The economic implications have worried enough stakeholders to generate bipartisan support for such issues as malpractice insurance reform; Frankel said discussions to address the issue are underway in Harrisburg.
Further details about the threat of insurance rates can be found in a report recently commissioned by the Hospital and Healthsystem Association of Pennsylvania, which “speaks to the medical liability climate, showing that we have the highest rate per capita of payouts in the country,” said Stallings.
As a result, the commonwealth’s OB-GYNs – and the health systems and hospitals that employ them – have faced what many call an insurmountable financial burden from malpractice insurance costs, which have risen more sharply here than in most other states in recent years and are among the nation's highest, according to the American Medical Association.
The association is working with lawmakers on a legislative package it hopes to put forward this year to rebalance medical liability in the commonwealth. Such efforts, Stallings said, could help reverse the trend of declining maternity care; she cited malpractice liability rates and low reimbursements as key factors in the March closure of The Lifecycle Wellness and Birth Center in Bryn Mawr, a Philadelphia suburb, which served the community for 47 years.
Community, heal thyself
The longer-term answer may include encouraging those same rural residents to take active roles in their communities’ healthcare renaissance.
Rapp said she and Frankel are working on strategies to bolster the healthcare workforce pipeline in conjunction with the Center for Rural Pennsylvania, a bipartisan, bicameral legislative agency within the General Assembly that functions as a resource for rural policy.
Recent conversations, Rapp said, have included proposals for state career centers to bolster training in health professions, as well as allowing high school students interested in health careers to shadow workers at local hospitals.
Absent foreign recruitment, “we have to have our younger people, or maybe some adults, who would choose to change their careers … and obtain the education that they need to be qualified,” said Rapp. That amounts to years of training, even for nurses specializing in areas like obstetrics, and more than a decade to train an OB-GYN.
UPMC is among the institutions collaborating with local high schools and colleges on health workforce education and training, including clinical rotations and internships.
“Collaboration is the key to the future … working closely with partners across healthcare, education and government,” affirmed Annmarie Lyons, UPMC’s vice president for Women’s Health Services. “There is a critical need for sustained dialogue and innovative, sustainable approaches.”
Among those, she told City & State, is the health system’s “Train rural, stay rural” strategy, which includes rural residency and fellowship programs that prepare clinicians to practice in underserved areas.
UPMC’s Schools of Nursing are a major cultivator of the region’s health workforce pipeline, graduating 600 nurses in 2025. In addition to expanding cohorts at its existing campuses, the system also recently announced new Schools of Nursing at UPMC locations in Altoona and Erie.

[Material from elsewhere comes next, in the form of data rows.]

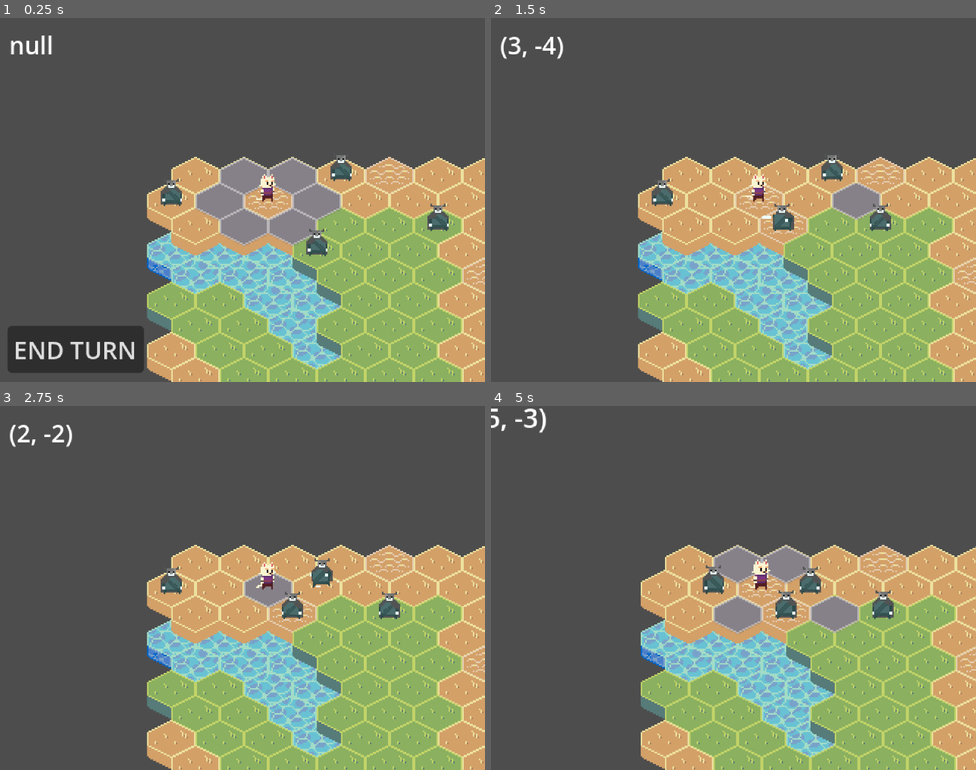
Above: before the commit, frames 1-4 (two rows, left to right).
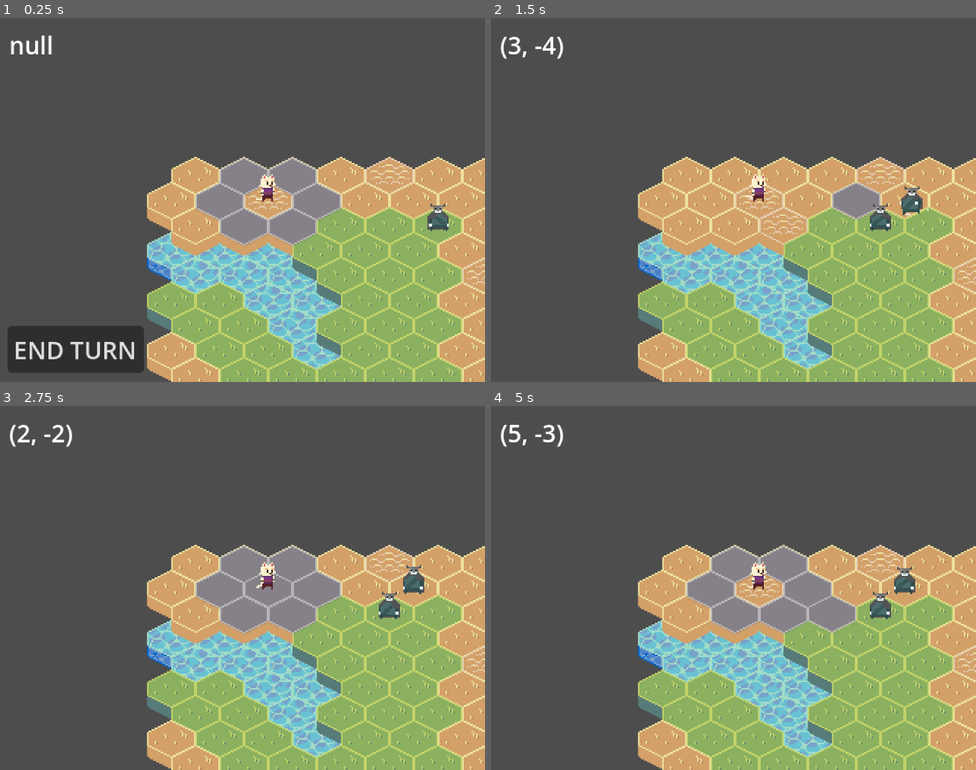
Above: after the commit, the same moments.

Repository: kroraf/cat-hoplite
Game: Godot game, scene res://scenes/game.tscn
Two runs of this game, one before a commit and one after it. Both use one fixed random seed, a clock stepped at 60 frames per second and the inputs below.
Inputs (mouse positions are in pixels of both pictures, inside the frame that each line leads up to):
- Up to frame 1 (0.25 s): no input
- Up to frame 2 (1.5 s): click "END TURN" at 0.5 s; tap Enter (ui_accept) at 1.25 s; move the mouse to (840, 181) at 1.27 s; press the mouse at (840, 181) at 1.28 s; hold Right (ui_right) from 1.28 s (still down)
- Up to frame 3 (2.75 s): tap Enter (ui_accept) at 1.52 s; release Right (ui_right) at 2 s; release the mouse at (349, 569) at 2 s; drag from (145, 606) to (266, 577) at 2.02 s
- Up to frame 4 (5 s): move the mouse to (782, 507) at 2.77 s; press the mouse at (782, 507) at 2.78 s; hold Right (ui_right) 2.78-3.5 s; tap O at 2.85 s; release the mouse at (782, 507) at 3.5 s; drag from (709, 660) to (879, 602) at 3.52 s; move the mouse to (879, 642) at 4.27 s; press the mouse at (879, 642) at 4.28 s; hold Left (ui_left) from 4.28 s (still down); tap Shift at 4.35 s; tap Enter (ui_accept) at 4.52 s

The runs differ from the first frame. In frame 1, 0.7% of the frame differs, in the area x 33-73%, y 37-66%; in frame 2, 1.0%; in frame 3, 4.8%; in frame 4, 14%, in the area x 0-100%, y 0-100%.

Commit message:
Command pattern implemented

Diff:
--- a/globals/animation_manager.gd
+++ /dev/null
@@ -1,53 +0,0 @@
-extends Node
-
-#var active_animations: int = 0
-#signal all_animations_complete
-
-#func register_animation() -> void:
-	#active_animations += 1
-	#print("Animation registered. Total: ", active_animations)
-
-#func unregister_animation() -> void:
-	#active_animations = max(0, active_animations - 1)
-	#print("Animation completed. Remaining: ", active_animations)
-	#
-	#if active_animations == 0:
-		#all_animations_complete.emit()
-#
-#func wait_for_animations() -> void:
-	#if active_animations > 0:
-		#print("Waiting for ", active_animations, " animations to complete...")
-		#await all_animations_complete
-		#print("All animations completed")
-
-var _blocking_by_node: Dictionary = {}   # Node -> count of blocking anims
-signal all_finished
-
-func register(node: Node) -> void:
-	if not _blocking_by_node.has(node):
-		_blocking_by_node[node] = 0
-		if not node.is_connected("tree_exited", Callable(self, "_on_node_freed")):
-			node.connect("tree_exited", Callable(self, "_on_node_freed").bind(node))
-	_blocking_by_node[node] += 1
-
-func unregister(node: Node) -> void:
-	if not _blocking_by_node.has(node):
-		return
-
-	_blocking_by_node[node] -= 1
-	if _blocking_by_node[node] <= 0:
-		_blocking_by_node.erase(node)
-
-	if _blocking_by_node.is_empty():
-		all_finished.emit()
-
-func _on_node_freed(node: Node) -> void:
-	# Node was freed mid-animation, clean it out
-	_blocking_by_node.erase(node)
-	if _blocking_by_node.is_empty():
-		all_finished.emit()
-
-func wait_for_all() -> void:
-	if _blocking_by_node.is_empty():
-		return
-	await all_finished
--- a/globals/event_bus.gd
+++ b/globals/event_bus.gd
@@ -9,3 +9,5 @@
 signal unit_died(unit)
 signal action_started(unit)
 signal action_complete(unit)
+signal post_command(cmd)
+signal execute_next_command
--- a/project.godot
+++ b/project.godot
@@ -21,7 +21,7 @@
 Navigation="*res://globals/navigation.gd"
 OccupancyManager="*res://globals/occupancy_manager.gd"
 MeleeAiController="*res://scripts/melee_ai_controller.gd"
-AnimationManager="*res://globals/animation_manager.gd"
+CommandProcessor="*res://scripts/command/command_processor.gd"
 
 [display]
 
--- a/scenes/game.tscn
+++ b/scenes/game.tscn
@@ -112,17 +112,7 @@
 def = ExtResource("9_0tnpc")
 
 [node name="Enemy2" parent="UnitManager/Group2" instance=ExtResource("2_yqjtg")]
-position = Vector2(113, 42)
-is_enemy = true
-def = ExtResource("9_0tnpc")
-
-[node name="Enemy3" parent="UnitManager/Group2" instance=ExtResource("2_yqjtg")]
-position = Vector2(129, -9)
-is_enemy = true
-def = ExtResource("9_0tnpc")
-
-[node name="Enemy4" parent="UnitManager/Group2" instance=ExtResource("2_yqjtg")]
-position = Vector2(13, 11)
+position = Vector2(187, 25)
 is_enemy = true
 def = ExtResource("9_0tnpc")
 
--- /dev/null
+++ b/scripts/command/attack_command.gd
@@ -0,0 +1,9 @@
+class_name AttackCommand extends Command
+
+
+func _init(src: Character, trgt: Character) -> void:
+	super(src, trgt)
+
+func execute():
+	print("{0} attacking {1}".format([source.name, target.name]))
+	await source.attack(target)
--- /dev/null
+++ b/scripts/command/command.gd
@@ -0,0 +1,11 @@
+class_name Command extends Node
+
+var source
+var target
+
+func _init(src, trgt) -> void:
+	source = src
+	target = trgt
+
+func execute():
+	pass
--- /dev/null
+++ b/scripts/command/command_processor.gd
@@ -0,0 +1,34 @@
+extends Node
+
+signal queue_empty
+
+var command_queue: Array[Command] = []
+var undo_queue: Array[Command]
+var executing: bool = false
+
+func _ready() -> void:
+	EventBus.post_command.connect(_on_post_command)
+	EventBus.execute_next_command.connect(_on_execute_next_command)
+
+func _on_post_command(command):
+	print("- Adding {0} to queue.".format([command]))
+	command_queue.append(command)
+	EventBus.execute_next_command.emit()
+
+func _on_execute_next_command():
+	print("> command_queue: ", command_queue)
+	if executing or command_queue.is_empty():
+		if command_queue.is_empty():
+			queue_empty.emit()
+		return
+	executing = true
+	var c: Command = command_queue.pop_front()
+	await c.execute()
+	executing = false
+	if not command_queue.is_empty():
+		EventBus.execute_next_command.emit()
+	else:
+		queue_empty.emit()
+
+func is_queue_empty() -> bool:
+	return command_queue.is_empty() and not executing
--- /dev/null
+++ b/scripts/command/command_processor.tscn
@@ -0,0 +1,6 @@
+[gd_scene load_steps=2 format=3 uid="uid://bcuxm5fguqmfh"]
+
+[ext_resource type="Script" uid="uid://cbxppk3hdtl0p" path="res://scripts/command/command_processor.gd" id="1_n6xcm"]
+
+[node name="CommandProcessor" type="Node"]
+script = ExtResource("1_n6xcm")
--- /dev/null
+++ b/scripts/command/die_command.gd
@@ -0,0 +1,8 @@
+class_name DieCommand extends Command
+
+func _init(src: Character) -> void:
+	super(src, null)
+
+func execute():
+	print("{0} dies.".format([source.name]))
+	await source.die()
--- /dev/null
+++ b/scripts/command/move_command.gd
@@ -0,0 +1,12 @@
+class_name MoveCommand extends Command
+
+var path: Array = []
+
+func _init(src: Character, move_path: Array) -> void:
+	super(src, null)
+	path = move_path
+	pass
+
+func execute():
+	print("{0} is moving to {1}".format([source.name, str(path)]))
+	await source.move_along_path(path)
--- a/scripts/game.gd
+++ b/scripts/game.gd
@@ -35,12 +35,15 @@
 		EventBus.cursor_accept_pressed.emit(hexgrid.local_to_map(get_global_mouse_position()))
 	elif event.is_action_pressed("left_mouse_button"):
 		# Only process clicks if it's player's turn and not busy
-		if unit_manager.is_player_turn() and not unit_manager.is_animation_playing():
+		if unit_manager.is_player_turn() and not unit_manager.is_animation_playing:
 			EventBus.cursor_accept_pressed.emit(hexgrid.local_to_map(get_global_mouse_position()))
 			var actual_current_unit = unit_manager.get_current_unit()
 			var movement_path = Navigation.get_movement_path(actual_current_unit.grid_position, cursor_cell_position)
 			if not actual_current_unit.is_in_motion and cursor_cell_position in Navigation.get_walkable_cells(actual_current_unit):
-				move_unit_to_cell(actual_current_unit, movement_path)
+				#move_unit_to_cell(actual_current_unit, movement_path)
+				var move_cmd = MoveCommand.new(actual_current_unit, movement_path)
+				move_cmd.name = "Plr mov"
+				EventBus.post_command.emit(move_cmd)
 #
 func _on_cursor_accept_pressed(cursor_cell):
 	coordinates_label.text = str(cursor_cell)
@@ -77,16 +80,13 @@
 
 func _update_end_turn_button():
 	var is_player_turn = unit_manager.is_player_turn()
-	var is_busy = unit_manager.is_animation_playing()
+	var is_busy = unit_manager.is_animation_playing
 
 	end_turn_button.visible = is_player_turn
 	end_turn_button.disabled = is_busy or not is_player_turn
 
 func _on_action_started(unit):
-	print("_on_action_started")
 	movement_overlay.clear_all_highlights()
 
 func _on_action_complete(unit):
-	pass
-	print("_on_action_complete")
 	update_movement_overlay(current_unit)
--- a/scripts/melee_ai_controller.gd
+++ b/scripts/melee_ai_controller.gd
@@ -54,7 +54,6 @@
 	return result.path
 
 func _execute_move() -> void:
-	await AnimationManager.wait_for_all()
 	var path = _get_path_to_player()
 
 	if path.size() > 1:
@@ -64,7 +63,10 @@
 			var move_path: Array[Vector2i] = [unit.grid_position, next_cell]
 
 			print(unit.name, " moving to: ", next_cell)
-			unit.move_along_path(move_path)
+			var move_cmd = MoveCommand.new(unit, move_path)
+			move_cmd.name = "Enmy mov"
+			EventBus.post_command.emit(move_cmd)
+			#unit.move_along_path(move_path)
 			# Don't call _on_move_complete here - let the movement complete signal handle it
 		else:
 			print("Cell not walkable, ending turn")
--- a/scripts/turn_manager.gd
+++ /dev/null
@@ -1,119 +0,0 @@
-class_name TurnManager
-extends Node2D
-
-var groups: Array = []
-
-var current_group: Node
-var current_group_index: int = 0
-var current_unit_index: int = 0
-var current_unit: Character
-var has_moved: bool = false
-var has_attacked: bool = false
-var current_acs: Array
-
-func _ready() -> void:
-	for child in get_children():
-		if child.get_child_count() > 0:
-			groups.append(child)
-
-func start_battle() -> void:
-	current_group = groups[0]
-	_begin_turn()
-
-func get_active_units() -> Array[Character]:
-	var units: Array[Character] = []
-
-	for group in groups:
-		for child in group.get_children():
-			if child.health > 0:
-				units.append(child)
-
-	return units
-
-func _unhandled_input(event: InputEvent) -> void:
-	if event is InputEventMouseMotion:
-		var cell = Navigation.world_to_cell(get_global_mouse_position())
-		var match_ac = null
-		for ac in current_acs:
-			if cell == ac.end_point:
-				match_ac = ac
-				break
-		if !has_moved:
-			EventBus.show_move_path.emit(match_ac)
-
-	if event is InputEventMouseButton and event.pressed and event.button_index == MOUSE_BUTTON_LEFT:
-		var cell = Navigation.world_to_cell(get_global_mouse_position())
-
-		for ac in current_acs:
-			if cell == ac.end_point:
-				if has_moved:
-					has_attacked = true
-					await _process_attack(ac)
-				else:
-					current_unit.move_along_path(ac.path + [ac.end_point])
-					await current_unit.movement_complete
-					has_moved = true
-				update_status()
-				return
-
-func _process_attack(ac: ActionInstance):
-	current_unit.attack(ac)
-	await current_unit.attack_complete
-	for cell in ac.path:
-		var children = []
-		for group in groups:
-			children.append_array(group.get_children())
-		for child in children:
-			if child.cell == cell:
-				if child != current_unit:
-					child.health -= 1
-
-func update_status() -> void:
-	if has_attacked and has_moved:
-		_step_turn()
-	else:
-		_update_paths()
-
-func _step_turn() -> void:
-	var prev_group_index = current_group_index
-	var prev_index = current_unit_index
-
-	var next_unit: Character
-
-	while true:
-		current_unit_index += 1
-		if current_unit_index >= current_group.get_child_count():
-			current_group_index = wrapi(current_group_index + 1, 0, groups.size())
-			current_group = groups[current_group_index]
-			current_unit_index = 0
-		print(current_unit_index)
-		if prev_group_index == current_group_index and prev_index == current_unit_index:
-			next_unit = null
-			break
-
-		if current_group.get_child(current_unit_index).is_active:
-			next_unit = current_group.get_child(current_unit_index)
-			break
-
-	if next_unit != null:
-		_begin_turn()
-	else:
-		print('no unit!')
-
-func _begin_turn() -> void:
-	current_unit = current_group.get_child(current_unit_index)
-	has_attacked = false
-	has_moved = false
-	_update_paths()
-
-func _update_paths() -> void:
-	EventBus.show_move_path.emit(null)
-	if has_moved:
-		current_acs = current_unit.get_attack_paths()
-		EventBus.show_attack_acs.emit(current_acs)
-		EventBus.show_move_acs.emit([])
-		return
-
-	current_acs = current_unit.get_move_paths()
-	EventBus.show_move_acs.emit(current_acs)
-	EventBus.show_attack_acs.emit([])
--- a/scripts/unit.gd
+++ b/scripts/unit.gd
@@ -30,7 +30,6 @@
 		is_in_motion = false
 		return
 
-	AnimationManager.register(self)
 	EventBus.movement_started.emit()
 	is_in_motion = true
 	current_path = path.slice(1)
@@ -57,7 +56,7 @@
 		self,
 		'global_position',
 		Navigation.map_to_global(next_cell),
-		.3
+		.5
 	).set_trans(Tween.TRANS_LINEAR)
 	#await movement_tween.finished
 
@@ -73,11 +72,16 @@
 		if occupant and occupant != self and occupant.is_enemy != self.is_enemy:
 			enemies_in_range.append(occupant)
 	print("Enemies in range: ", enemies_in_range)
-	for unit in enemies_in_range:
-		print("> ", self.name, " attacks ", unit.name)
-		await _play_attack_animation()
-		unit.take_damage(1)
+	for target in enemies_in_range:
+		var attack_cmd = AttackCommand.new(self, target)
+		attack_cmd.name = "{0} attk".format([self.name])
+		EventBus.post_command.emit(attack_cmd)
 	EventBus.action_complete.emit(self)
+
+func attack(target: Character):
+	print("> ", self.name, " attacks ", target.name)
+	await _play_attack_animation()
+	target.take_damage(1)
 
 func _get_actionable_cells() -> Array[Vector2i]:
 	var cells: Array[Vector2i] = []
@@ -107,19 +111,19 @@
 	sprite.play("idle")
 	is_in_motion = false
 	OccupancyManager.register_character(self, grid_position)
-	AnimationManager.unregister(unit_that_moved)
 	await scan_for_enemies_and_attack()
 	await get_tree().create_timer(0.1).timeout
-	AnimationManager.wait_for_all()
 	decrease_ap(1)
 	_evaluate_ap()
 
 func take_damage(value):
-	print(self.name, ": OUCH!")
 	_play_hit_animation()
 	current_hp -= value
 	if current_hp <= 0:
-		self.die()
+		var die_cmd = DieCommand.new(self)
+		die_cmd.name = "Die"
+		EventBus.post_command.emit(die_cmd)
+		#self.die()
 
 func die():
 	print(self.name, " DIES!")
@@ -128,16 +132,12 @@
 	await _play_death_animation()
 	EventBus.unit_died.emit(self)
 	queue_free()
-	#await get_tree().create_timer(1).timeout
-	#EventBus.end_turn.emit()
 
 func _play_run_animation():
 	if sprite.animation != "run":
 		sprite.play("run")
 
 func _play_death_animation() -> void:
-	print("playing death animation for ", self)
-	AnimationManager.register(self)
 	if sprite.sprite_frames.has_animation("die"):
 		sprite.play("die")
 		await sprite.animation_finished
@@ -145,17 +145,9 @@
 		var tween = create_tween()
 		tween.tween_property(self, "modulate:a", 0.0, 0.3)
 		await tween.finished
-	print("death animation for ", self, "is finally done!")
-	AnimationManager.unregister(self)
 
 func _play_attack_animation():
 	print("playing attack animation for ", self)
-	AnimationManager.register(self)
-	# Face the target
-	#var direction = target.global_position - global_position
-	#sprite.flip_h = direction.x < 0
-
-	# Play attack animation
 	if sprite.sprite_frames.has_animation("attack"):
 		sprite.play("attack")
 		await sprite.animation_finished
@@ -166,11 +158,9 @@
 		tween.tween_property(sprite, "scale", Vector2(1.2, 1.2), 0.1)
 		tween.tween_property(sprite, "scale", Vector2(1.0, 1.0), 0.1)
 		await tween.finished
-	AnimationManager.unregister(self)
 
 func _play_hit_animation():
 	print("playing hit animation for ", self)
-	AnimationManager.register(self)
 	if sprite.sprite_frames.has_animation("hit"):
 		sprite.play("hit")
 		await sprite.animation_finished
@@ -198,4 +188,3 @@
 		tween.tween_property(self, "modulate", original_modulate, 0.08)
 		tween.tween_property(self, "scale", original_scale, 0.08)
 		await tween.finished
-	AnimationManager.unregister(self)
--- a/scripts/unit_manager.gd
+++ b/scripts/unit_manager.gd
@@ -1,103 +1,190 @@
 extends Node
 class_name UnitManager
 
+enum Team {PLAYER, ENEMY}
+
 var groups: Array = []
-var current_group: Node
+var current_team: Team = Team.PLAYER
 var current_unit: Character
-var has_moved: bool = false
 var current_unit_index: int = 0
-var current_group_index: int = 0
-var animation_playing := false
+var is_animation_playing: bool = false
+
+signal turn_started(unit: Character)
+signal turn_ended(unit: Character)
+signal battle_ended(winning_team: Team)
 
 func _ready() -> void:
+	_connect_signals()
+	_initialize_groups()
+
+func _connect_signals() -> void:
 	EventBus.end_turn.connect(_on_end_turn)
 	EventBus.movement_started.connect(_on_movement_started)
 	EventBus.movement_complete.connect(_on_movement_complete)
 	EventBus.unit_died.connect(_on_unit_died)
 
+func _initialize_groups() -> void:
 	for child in get_children():
 		if child.get_child_count() > 0:
 			groups.append(child)
 
-func init_units():
+func init_units() -> void:
 	for group in groups:
 		for unit in group.get_children():
 			unit.init()
 
 func start_battle() -> void:
-	current_group = groups[0]
+	current_team = Team.PLAYER
 	_begin_turn()
 
 func _step_turn() -> void:
-	current_unit_index += 1
-	if current_unit_index >= current_group.get_child_count():
-		current_group_index = wrapi(current_group_index + 1, 0, groups.size())
-		current_group = groups[current_group_index]
-		current_unit_index = 0
+	# Check if battle should end first
+	if _should_end_battle():
+		_end_battle()
+		return
 
-	if current_group.get_child_count() <= 0:
-		print("--- GAME OVER! ---")
-		queue_free()
+	var next_unit = _find_next_active_unit()
 
-	current_unit = current_group.get_child(current_unit_index)
-	if current_unit.dead:
+	if not next_unit:
+		_end_battle()
+		return
+
+	current_unit = next_unit
+	_begin_turn()
+
+func _find_next_active_unit() -> Character:
+	var start_group_index = current_team
+	var start_unit_index = current_unit_index
+	var max_iterations = groups.size() * 10  # Safety limit
+
+	for iteration in max_iterations:
+		current_unit_index += 1
+
+		# Move to next group if needed
+		if current_unit_index >= groups[current_team].get_child_count():
+			current_team = (current_team + 1) % groups.size()
+			current_unit_index = 0
+
+		# Check if unit is valid and alive
+		var unit = _get_current_unit_candidate()
+		if unit and not unit.dead:
+			return unit
+
+		# Break if we've checked all units
+		if current_team == start_group_index and current_unit_index == start_unit_index:
+			break
+
+	return null
+
+func _get_current_unit_candidate() -> Character:
+	if current_team < groups.size() and current_unit_index < groups[current_team].get_child_count():
+		return groups[current_team].get_child(current_unit_index)
+	return null
+
+func _begin_turn() -> void:
+	current_unit = _get_current_unit_candidate()
+
+	if not current_unit or current_unit.dead:
+		print("Invalid unit selected, progressing turn")
 		_step_turn()
 		return
-	print("> Group switched to: ", current_group.name, current_group.get_child_count())
-	_begin_turn()
 
-func _begin_turn() -> void:
-	current_unit = current_group.get_child(current_unit_index)
-	print("Current group: ", current_group.name)
-	print("Current unit: ", current_unit.name)
-	EventBus.turn_started.emit()
+	print("Turn started for: ", current_unit.name, " (Team: ", current_team, ")")
+
+	turn_started.emit(current_unit)
 	current_unit.reset_ap()
-	if current_group.name == "Group1": #change that to group instead of name
+
+	if current_team == Team.PLAYER:
 		_update_movement_field()
 	else:
 		_process_enemy_turn()
 
-func _process_enemy_turn():
-	await AnimationManager.wait_for_all()
-	var ai_controller = MeleeAIController.new()
-	ai_controller.initialize(current_unit, groups[0].get_children()[0])
-	ai_controller.take_turn()
+func _process_enemy_turn() -> void:
+	var player_unit = _get_first_player_unit()
+	if player_unit:
+		var ai_controller = MeleeAIController.new()
+		ai_controller.initialize(current_unit, player_unit)
+		ai_controller.take_turn()
+	else:
+		# No players left, end turn quickly
+		EventBus.end_turn.emit()
+
+func _get_first_player_unit() -> Character:
+	if groups[Team.PLAYER].get_child_count() > 0:
+		return groups[Team.PLAYER].get_child(0)
+	return null
 
 func _update_movement_field() -> void:
 	EventBus.show_movement_field.emit(current_unit)
 
-func _on_end_turn():
-	print(">> ON TURN END - Waiting for animations...")
-	await get_tree().create_timer(0.1).timeout
-	await AnimationManager.wait_for_all()
-	print("<< All animations done, proceeding to next turn")
+func _on_end_turn() -> void:
+	if not CommandProcessor.is_queue_empty():
+		await CommandProcessor.queue_empty
+
+	turn_ended.emit(current_unit)
 	_step_turn()
 
-func get_current_unit():
+func get_current_unit() -> Character:
 	return current_unit
 
 func _on_movement_started() -> void:
-	animation_playing = true
+	is_animation_playing = true
 
-func _on_movement_complete(unit):
-	animation_playing = false
+func _on_movement_complete(unit: Character) -> void:
+	is_animation_playing = false
 
 func is_player_turn() -> bool:
-	return current_group.name == "Group1"
+	return current_team == Team.PLAYER
 
-func is_animation_playing() -> bool:
-	return animation_playing
+func _on_unit_died(dead_unit: Character) -> void:
+	print("Unit died: ", dead_unit.name)
 
-func _on_unit_died(dead_unit: Character):
-	print("Unit died: ", dead_unit.name)
-	# Find which group the dead unit belongs to
 	for group in groups:
 		if dead_unit in group.get_children():
-			# Remove from group
 			group.remove_child(dead_unit)
-			# If it was the current unit, handle turn progression
-			if dead_unit == current_unit:
-				print("Current unit died, ending turn")
-				#EventBus.end_turn.emit()
-				_step_turn()
 			break
+
+	if dead_unit == current_unit:
+		_step_turn()
+
+func _end_battle() -> void:
+	var winning_team = Team.PLAYER if groups[Team.ENEMY].get_child_count() == 0 else Team.ENEMY
+	print("--- BATTLE ENDED! Winner: Team ", winning_team, " ---")
+	battle_ended.emit(winning_team)
+
+	_disable_all_units()
+
+# Helper function to get team from group name (if you need it)
+func _get_team_from_group_name(group_name: String) -> Team:
+	match group_name:
+		"Group1": return Team.PLAYER
+		"Group2": return Team.ENEMY
+		_: return Team.PLAYER
+
+func can_accept_input() -> bool:
+	return current_team == Team.PLAYER and not is_animation_playing and not CommandProcessor.is_queue_empty()
+
+func _disable_all_units() -> void:
+	for group in groups:
+		for unit in group.get_children():
+			unit.set_process(false)
+			unit.set_process_input(false)
+			unit.set_process_unhandled_input(false)
+
+func _has_living_units(team_index: int) -> bool:
+	# Assuming team_index is always valid
+	if groups[team_index].get_children().size() > 0:
+		return true
+	else:
+		return false
+
+func _should_end_battle() -> bool:
+	# Battle ends when only one team has living units
+	var teams_with_units = 0
+
+	for team_index in groups.size():
+		if _has_living_units(team_index):
+			teams_with_units += 1
+			if teams_with_units > 1:
+				return false  # Multiple teams still have units
+	return true
Not shown, removed: globals/animation_manager.gd.uid
Not shown, changed: icon.svg.import
Not shown: 1 places in resources/Unit/Characters/boxer_spriteframes.tres that only renumber resources
Not shown: 1 places in resources/Unit/Characters/cat_spriteframes.tres that only renumber resources
Not shown: 1 places in scenes/game.tscn that only renumber resources
Not shown, added: scripts/command/attack_command.gd.uid
Not shown, added: scripts/command/command.gd.uid
Not shown, added: scripts/command/command_processor.gd.uid
Not shown, added: scripts/command/die_command.gd.uid
Not shown, added: scripts/command/move_command.gd.uid
Not shown, removed: scripts/turn_manager.gd.uid

In Warren, Dan Grolemund also touts a “homegrown” workforce initiative that brings the county’s 10th- through 12th-graders to tour Warren General Hospital. Those interested can sign up for job-shadowing experiences in 26 health professions, and the hospital will eventually pledge to help secure scholarships for future study.
“It won’t change everything in the next six months or a year,” the CEO reflected. “But it will help us, as the future of our community, to get our kids interested in healthcare – and wanting to come back to Warren County, to serve their community here.”